Mkhwebane’s money laundering findings ‘wholly incompetent’, says Ramaphosa – report

The president says the public protector's lack of understanding of the law is 'gravely concerning'.


In new court papers filed by President Cyril Ramaphosa on Wednesday, Public Protector Busisiwe Mkhwebane’s finding that his campaign for the ANC presidency is involved in potential money laundering is dismissed as “wholly incompetent”.

Business Day reports that Ramaphosa said in the papers that there was no factual foundation for suspicions of a prima facie money laundering case, accusing Mkhwebane of having shown a serious lack of understanding of the law by legally conflating money-laundering with corruption.

“Corruption and money-laundering are two legally distinct concepts.

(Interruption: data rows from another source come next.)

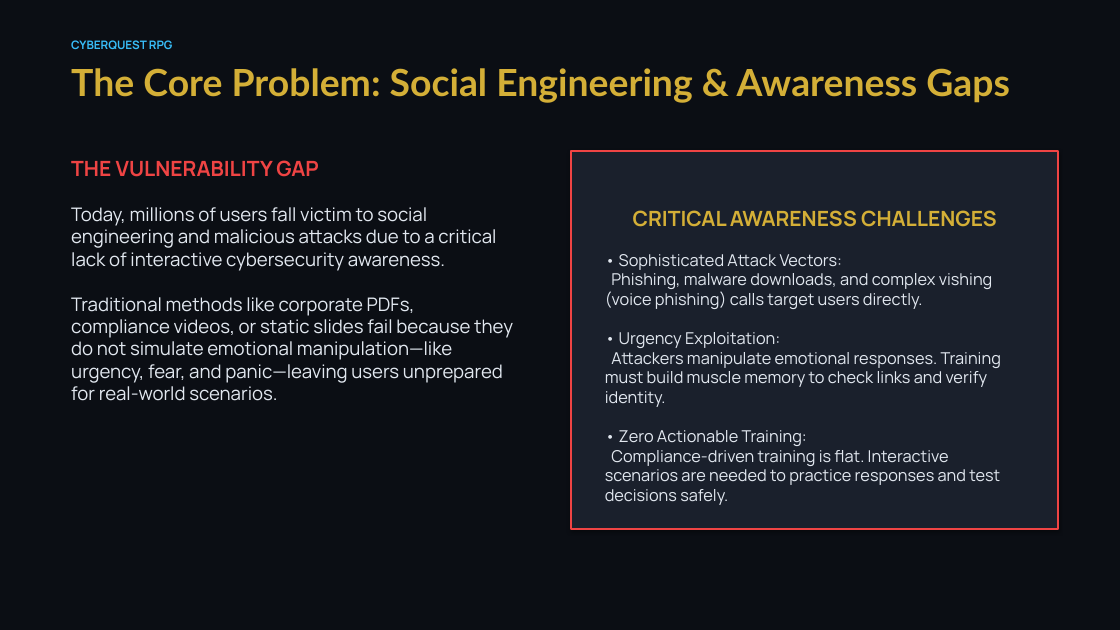
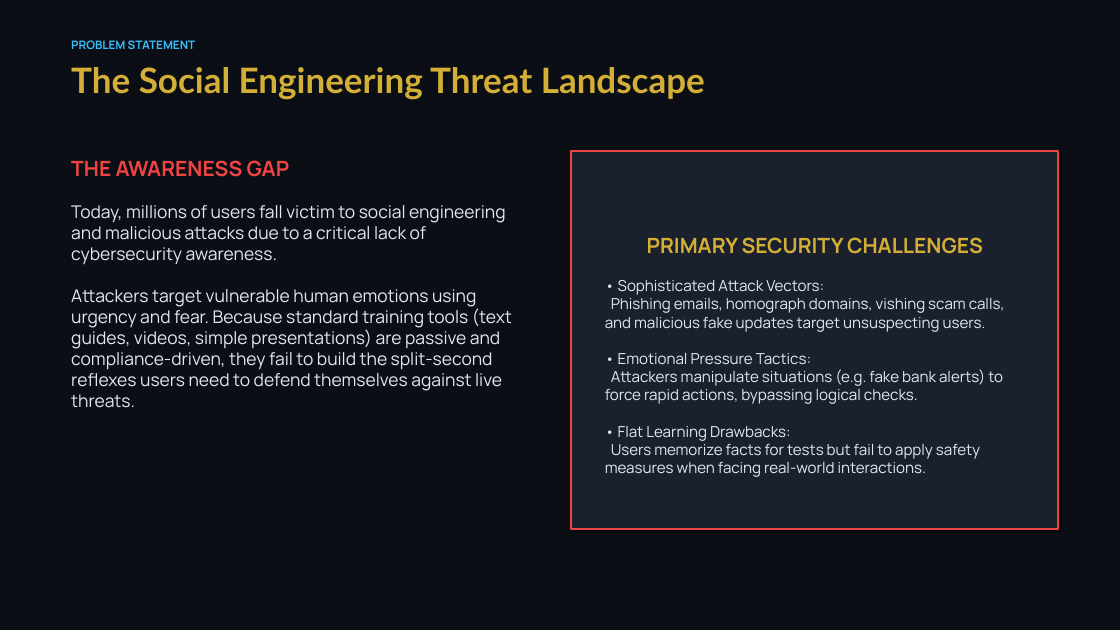
Before and after one commit to YashovardhanReddy001/cyberquest-rpg, a slide deck: slide 2 of docs/cyberquest_presentation.pptx. Drawn at 1120x630 pixels with LibreOffice and Linux fonts; fonts in the diff are those of the drawing. Boxes give left, top, right and bottom in pixels: in the first picture for what was removed or moved away, otherwise in the second. Text is boxed around its words. In the diff, an @@ line names an element or a change of style, - is before the commit and + after.

```diff
--- a/docs/cyberquest_presentation.pptx
+++ b/docs/cyberquest_presentation.pptx
@@ text at bbox=[71, 40, 196, 49]: text changed @@
-CYBERQUEST RPG
+PROBLEM STATEMENT
@@ text at bbox=[71, 67, 705, 100]: text changed; size 32 to 30 pt @@
-The Core Problem: Social Engineering & Awareness Gaps
+The Social Engineering Threat Landscape
@@ text at bbox=[71, 160, 512, 408]: text changed; size 16 to 15 pt @@
-THE VULNERABILITY GAP
-Today, millions of users fall victim to social engineering and malicious attacks due to a critical lack of interactive cybersecurity awareness.
-Traditional methods like corporate PDFs, compliance videos, or static slides fail because they do not simulate emotional manipulation—like urgency, fear, and panic—leaving users unprepared for real-world scenarios.
+THE AWARENESS GAP
+Today, millions of users fall victim to social engineering and malicious attacks due to a critical lack of cybersecurity awareness.
+Attackers target vulnerable human emotions using urgency and fear. Because standard training tools (text guides, videos, simple presentations) are passive and compliance-driven, they fail to build the split-second reflexes users need to defend themselves against live threats.
@@ text in rectangle at bbox=[605, 237, 1005, 477]: text changed; size 14 to 13 pt @@
-CRITICAL AWARENESS CHALLENGES
-• Sophisticated Attack Vectors:
-Phishing, malware downloads, and complex vishing (voice phishing) calls target users directly.
-• Urgency Exploitation:
-Attackers manipulate emotional responses. Training must build muscle memory to check links and verify identity.
-• Zero Actionable Training:
-Compliance-driven training is flat. Interactive scenarios are needed to practice responses and test decisions safely.
+PRIMARY SECURITY CHALLENGES
+• Sophisticated Attack Vectors:
+Phishing emails, homograph domains, vishing scam calls, and malicious fake updates target unsuspecting users.
+• Emotional Pressure Tactics:
+Attackers manipulate situations (e.g. fake bank alerts) to force rapid actions, bypassing logical checks.
+• Flat Learning Drawbacks:
+Users memorize facts for tests but fail to apply safety measures when facing real-world interactions.
```
Also in this commit, not shown: 7 other slides changed, 2 slides added, 2 slides removed.

By confusing these two statutes, the public protector has shown a grave misunderstanding of the law,” he is reported as saying, adding that he found this “gravely concerning”.

Ramaphosa accused Mkhwebane of having acted “outside of her authority” in the court papers, and of lacking the jurisdiction to investigate money paid to his CR17 campaign.

The president argued that these were simply “donations made to a campaign,” and don’t implicate the state or presidency in any way.

The papers were filed at the High Court in Pretoria on Wednesday, and do not relate to Ramaphosa’s battle against Mkhwebane which will take place this morning, which will see the president to determine whether he is legally obliged to follow the public protector’s remedial action based on a report involving Minister of Public Enterprises Gordhan, relating to his irregular approval of the early retirement of Ivan Pillay while commissioner of Sars.

READ MORE: Mkhwebane was ‘not honest’ in her SARB / Absa report, ConCourt rules

This follows Gordhan successfully interdicting Mkhwebane from enforcing the remedial action based on another report, which found Gordhan had violated the constitution through his involvement in the so-called Sars “rogue unit” and by allegedly lying to parliament about meetings with the Gupta family.

This does not mean he’s entirely off the hook, as the matter remains before the courts, but it is the second legal defeat the public protector has suffered recently.

On July 22, the constitutional court upheld a personal costs order against Mkhwebane relating to her Sarb/Bankorp report, dismissing her attempt to appeal it.

The highest court in South African law also ruled that Mkhwebane was not honest in her investigation into an apartheid-era deal between the South African Reserve Bank and Absa bank, that she acted in bad faith, that she fell “egregiously short of what is required” of her office, and that her report on the matter was flawed.

The damning judgment also found that Mkhwebane had “put forward a number of falsehoods” in court, “including misrepresenting under oath”.